Scaw CEO attributes R2bn steel mill investment to scrap certainty created by master plan
Scaw Metals CEO Doron Barnes speaking at the launch of the Steel Master Plan in 2021
Photo by Creamer Media's Donna Slater
Scaw Metals CEO Doron Barnes has attributed the company’s recent decision to invest R2-billion in a new hot-strip steel mill, in Gauteng, directly to the steel master plan, which he insists has the potential to revive both upstream and downstream industries.
The mill, which will incorporate state-of-the-art technology from Danieli, of Italy, will produce 300 000 t/y of thin gauge hot-rolled coil and introduce a domestic flat steel alternative to ArcelorMittal South Africa (AMSA).
Barnes reports that the project is fully funded, with Scaw Metals financing 25% of the project from internal cash resources, with the 75% balance funded using a club loan jointly arranged by Absa and Investec. The two banks, along with the State-owned Industrial Development Corporation (IDC), will contribute equally to the loan.
Civil works on the project have started at Scaw Metal’s Union Junction factory, with commissioning scheduled for December 2023.
In an interview with Engineering News Barnes, who heads the Barnes Group of Companies that acquired some Scaw businesses from the IDC in 2018, acknowledges ongoing criticism of and frustration with the master plan.
However, he believes most of these are based on a misunderstanding of the role of the plan, which he says cannot guarantee immediate progress, for instance, on ensuring that public infrastructure projects proceed – projects that are viewed as key to stimulating demand for steel products.
Instead, he views it as a “platform” through which industry, labour and government can agree on joint actions to address long-standing constraints, or to pursue specific initiatives designed to benefit the industry as a whole.
Barnes acknowledges that each business representative approaches the platform with a corporate agenda but says the workstreams have been set up to support initiatives that have broad-based rather than company-specific benefits and that are aligned with government policy.
Workstreams have been set up to address various sector-wide issues, including:
- supply-side issues, such as those related to the pricing and availability of ferrous scrap;
- exports, with a particular focus on the opportunities that could arise for South African steel products as a result of trade liberalisation in Africa;
- resource mobilisation for enforcement of trade rules and local-content designations, as well as to secure incentives for industry projects;
- transformation and human resource development; and
- demand-side interventions, such as import replacement opportunities and the promotion of buy-local campaigns.

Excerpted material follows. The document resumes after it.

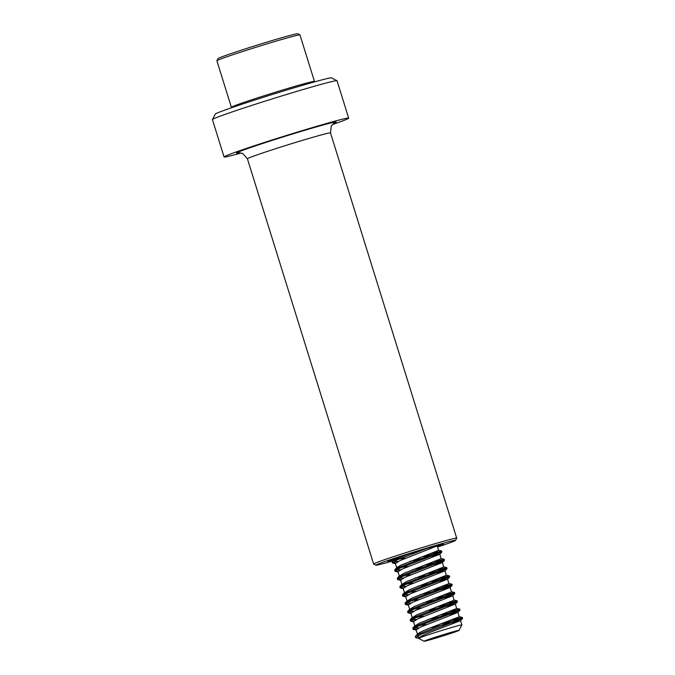 <?xml version="1.0" encoding="UTF-8"?>
<svg xmlns="http://www.w3.org/2000/svg" width="675" height="675" viewBox="0 0 675 675"><rect width="100%" height="100%" fill="white"/><g stroke="black" fill="none" stroke-linecap="round" stroke-linejoin="round"><path stroke-width="1.01" d="M332.243 124.656A65.264 1.957 162.7 0 0 348.68 118.142L337.044 80.772A65.264 1.957 162.7 0 0 336.994 80.722A65.264 1.957 162.7 0 0 262.626 101.933A65.264 1.957 162.7 0 0 212.431 119.517A65.264 1.957 162.7 0 0 212.422 119.585L224.058 156.954A65.264 1.957 162.7 0 0 241.296 152.989M348.68 118.142A65.264 1.957 162.7 0 0 274.269 139.303A65.264 1.957 162.7 0 0 224.058 156.954M336.994 80.722L331.552 77.87A60.91 1.823 162.7 0 0 262.145 97.664A60.91 1.823 162.7 0 0 215.291 114.083L212.431 119.517M437.611 547.037A41.766 1.249 162.7 0 0 455.566 540.38A41.766 1.249 162.7 0 0 407.953 553.888A41.766 1.249 162.7 0 0 375.848 565.211A41.766 1.249 162.7 0 0 396.908 559.761M455.566 540.38L456.713 538.203A43.512 1.299 162.7 0 0 456.713 538.161A43.512 1.299 162.7 0 0 407.109 552.268A43.512 1.299 162.7 0 0 373.638 564.038A43.512 1.299 162.7 0 0 373.672 564.072L375.848 565.211M231.922 107.603L231.407 107.333A43.512 1.299 -17.3 0 1 231.382 107.3L216.894 60.801A43.512 1.299 -17.3 0 1 216.903 60.758L218.05 58.582A41.766 1.249 -17.3 0 1 253.623 46.237A41.766 1.249 -17.3 0 1 297.768 33.75L299.945 34.889A43.512 1.299 -17.3 0 1 299.978 34.923L314.457 81.43A43.512 1.299 -17.3 0 1 314.457 81.472L314.187 81.987M216.903 60.758A43.512 1.299 -17.3 0 1 253.969 47.9A43.512 1.299 -17.3 0 1 299.945 34.889M231.382 107.3A43.512 1.299 -17.3 0 1 268.448 94.399A43.512 1.299 -17.3 0 1 314.457 81.43M405.717 558.132L394.293 559.761L395.187 558.529M408.308 566.435L396.875 568.063L396.892 567.506L401.203 565.059L438.539 550.395L437.257 545.906L431.047 547.222M396.714 567.903L395.348 563.515L399.836 560.663L437.257 545.906M410.889 574.737L399.465 576.366L397.938 571.818L402.418 568.974L439.838 554.209L409.868 561.389M399.305 576.205L403.785 573.362L441.121 558.697L439.838 554.209M413.48 583.04L402.055 584.668L400.52 580.12L405.008 577.277L442.429 562.511L412.45 569.7M401.887 584.516L406.375 581.664L443.711 567L442.429 562.511M416.062 591.351L404.637 592.971L403.11 588.423L407.59 585.579L445.019 570.822L415.041 578.002M404.477 592.819L408.957 589.967L446.293 575.303L445.019 570.822M418.652 599.653L407.227 601.282L405.692 596.734L410.181 593.882L447.601 579.125L417.623 586.305M407.059 601.121L411.548 598.269L448.883 583.605L447.601 579.125M421.234 607.956L409.809 609.584L408.282 605.036L412.771 602.184L450.191 587.427L420.213 594.608M409.649 609.424L414.138 606.58L451.474 591.916L450.191 587.427M423.824 616.258L412.4 617.887L410.864 613.339L415.353 610.495L452.773 595.73L422.795 602.91M412.231 617.726L416.72 614.883L454.056 600.218L452.773 595.73M426.406 624.561L414.982 626.189L413.454 621.641L417.943 618.798L455.363 604.041L425.385 611.221M414.821 626.037L419.31 623.185L456.646 608.521L455.363 604.032M424.128 641.25A18.276 0.548 -17.3 0 1 439.678 635.816A18.276 0.548 -17.3 0 1 459 630.391A18.276 0.548 -17.3 0 1 443.441 635.791A18.276 0.548 -17.3 0 1 424.128 641.25L418.677 638.398A22.621 0.675 -17.3 0 1 418.669 638.381L415.868 637.748L415.538 636.711L417.572 634.492L416.036 629.952L420.525 627.1L457.928 612.385L427.975 619.523M418.669 638.027L417.572 634.492C417.218 633.412 423.385 630.475 436.075 625.674L459.228 616.823L457.945 612.343M417.403 634.34L415.53 636.171L420.398 633.479L436.252 627.117L462.156 617.482L450.706 620.19M418.787 638.407C418.433 637.327 424.609 634.39 437.29 629.589L460.536 620.646L430.557 627.826M418.627 638.255L418.669 638.381A22.621 0.675 -17.3 0 1 437.94 631.665A22.621 0.675 -17.3 0 1 461.869 624.923A22.621 0.675 -17.3 0 1 461.86 624.949L459 630.391M415.538 636.711L415.53 636.171M418.922 627.868L412.779 628.248L417.817 625.177L459.565 609.179L448.124 611.888M416.332 619.566L410.189 619.945L415.226 616.874L456.983 600.877L445.534 603.585M413.75 611.255L407.607 611.643L412.636 608.572L454.393 592.574L442.952 595.274M411.159 602.952L405.017 603.332L410.054 600.261L451.811 584.263L440.362 586.972M408.577 594.65L402.427 595.029L407.464 591.958L449.221 575.961L437.771 578.669M405.987 586.347L399.845 586.727L404.882 583.656L446.639 567.658L435.189 570.367M403.405 578.045L397.254 578.424L402.292 575.353L444.049 559.356L432.599 562.064M400.815 569.734L394.673 570.122L399.71 567.051L441.467 551.053L430.017 553.753M398.233 561.431L392.259 561.971L392.251 561.431L397.119 558.74L407.936 554.302M415.868 637.748L420.719 634.517L462.476 618.519L440.885 623.86M416.407 629.362L413.1 629.286L418.137 626.214L459.894 610.217L438.294 615.558M413.826 621.059L410.51 620.983L415.547 617.912L457.304 601.914L435.712 607.247M411.235 612.757L407.928 612.681L412.965 609.609L454.722 593.612L433.122 598.944M408.653 604.454L405.337 604.37L410.375 601.298L452.132 585.301L430.54 590.642M406.063 596.143L402.756 596.067L407.793 592.996L449.55 576.998L427.95 582.339M403.481 587.841L400.165 587.765L405.202 584.693L446.96 568.696L425.36 574.028M400.891 579.538L397.583 579.462L402.621 576.391L444.378 560.393L422.778 565.726M398.309 571.236L394.993 571.16L400.03 568.088L441.788 552.091L420.188 557.423M395.719 562.933L392.411 562.849L397.448 559.778L426.44 548.572M437.459 546.556A29.152 0.878 162.7 0 0 439.476 544.885A29.152 0.878 162.7 0 0 410.29 553.542A29.152 0.878 162.7 0 0 393.323 560.267M334.176 123.069L331.307 125.947L330.497 132.916A43.512 1.299 162.7 0 0 280.893 147.023A43.512 1.299 162.7 0 0 247.413 158.794L373.638 564.038M333.813 123.289A52.211 1.561 162.7 0 0 276.691 138.957A52.211 1.561 162.7 0 0 239.228 152.752M388.513 561.018L410.299 553.542C425.368 548.708 442.193 543.966 442.876 544.134L442.758 544.126M247.413 158.794L242.764 153.503L238.781 152.778M330.497 132.916L456.713 538.161M394.132 559.6L393.93 558.967M461.869 624.923L460.536 620.646M415.361 636.55L415.682 637.588M462.257 617.389L462.577 618.427M412.779 628.248L413.1 629.286M459.667 609.086L459.996 610.124M410.189 619.945L410.51 620.983M457.085 600.784L457.405 601.822M407.607 611.643L407.928 612.681M451.516 591.789L454.469 592.464L454.823 593.519L452.756 595.772M405.017 603.332L405.337 604.37M451.913 584.179L452.233 585.217M402.427 595.029L402.756 596.067M449.322 575.868L449.643 576.906M399.845 586.727L400.165 587.765M443.753 566.882L446.707 567.548L447.061 568.603M397.254 578.424L397.583 579.462M444.15 559.263L444.471 560.301M394.673 570.122L394.993 571.16M441.56 550.96L441.889 551.998M392.082 561.811L392.411 562.849M462.569 618.46L460.519 620.688M413.438 629.497L416.391 630.163M459.979 610.158L457.928 612.385M410.847 621.194L413.8 621.861M457.397 601.847L455.347 604.074M408.265 612.883L411.218 613.558M405.675 604.581L408.628 605.247M452.225 585.242L450.174 587.469M403.085 596.278L406.038 596.945M449.634 576.939L447.584 579.167M400.503 587.976L403.456 588.642M447.044 568.637L445.002 570.856M397.913 579.673L400.866 580.34M444.462 560.326L442.412 562.553M395.331 571.362L398.284 572.037M441.872 552.023L439.822 554.251M392.74 563.06L395.693 563.726M437.813 545.324L437.24 545.948M459.27 616.705L462.223 617.372M414.998 625.632L412.948 627.868M456.688 608.403L459.641 609.069M412.408 617.33L410.358 619.557M454.098 600.092L457.051 600.767M409.826 609.027L407.776 611.255M407.236 600.725L405.186 602.952M448.926 583.487L451.879 584.153M404.646 592.422L402.595 594.65M446.344 575.184L449.297 575.851M402.064 584.111L400.013 586.347M399.473 575.809L397.423 578.036M441.172 558.571L444.125 559.246M396.892 567.506L394.841 569.734M438.581 550.268L441.534 550.943M394.301 559.204L392.251 561.431"/></g></svg>

Workstream progress has been patchy since the signing of the master plan in 2021 at Hall Longmore’s factory in Wadeville, which is another Barnes Group company. Nevertheless, Barnes says Scaw’s investment has been made possible partly by the progress made under the aegis of the master plan to limit scrap exports and to implement a 20% export duty on scrap.
“This has enabled the project funders to get comfort that sufficient quantities and correct qualities of ferrous scrap will be available for the plant to produce efficiently,” he tells Engineering News.
While the preferential price system and export tax on scrap remain controversial among some parts of the industry, Barnes argues that it has been instrumental in ensuring that some long steel products, such as wire rod and rebar, are as competitively priced in South Africa today as they are in China.
This competitive position has been enhanced, he acknowledges, by China’s decision to do away with its 13% export rebate.
The investment decision has also been underpinned by changes in the global steel industry that have underlined the value of domestic production. These include the supply and pricing disruptions associated with both Covid and, more recently, Russia’s invasion of Ukraine, and rising freight logistics costs.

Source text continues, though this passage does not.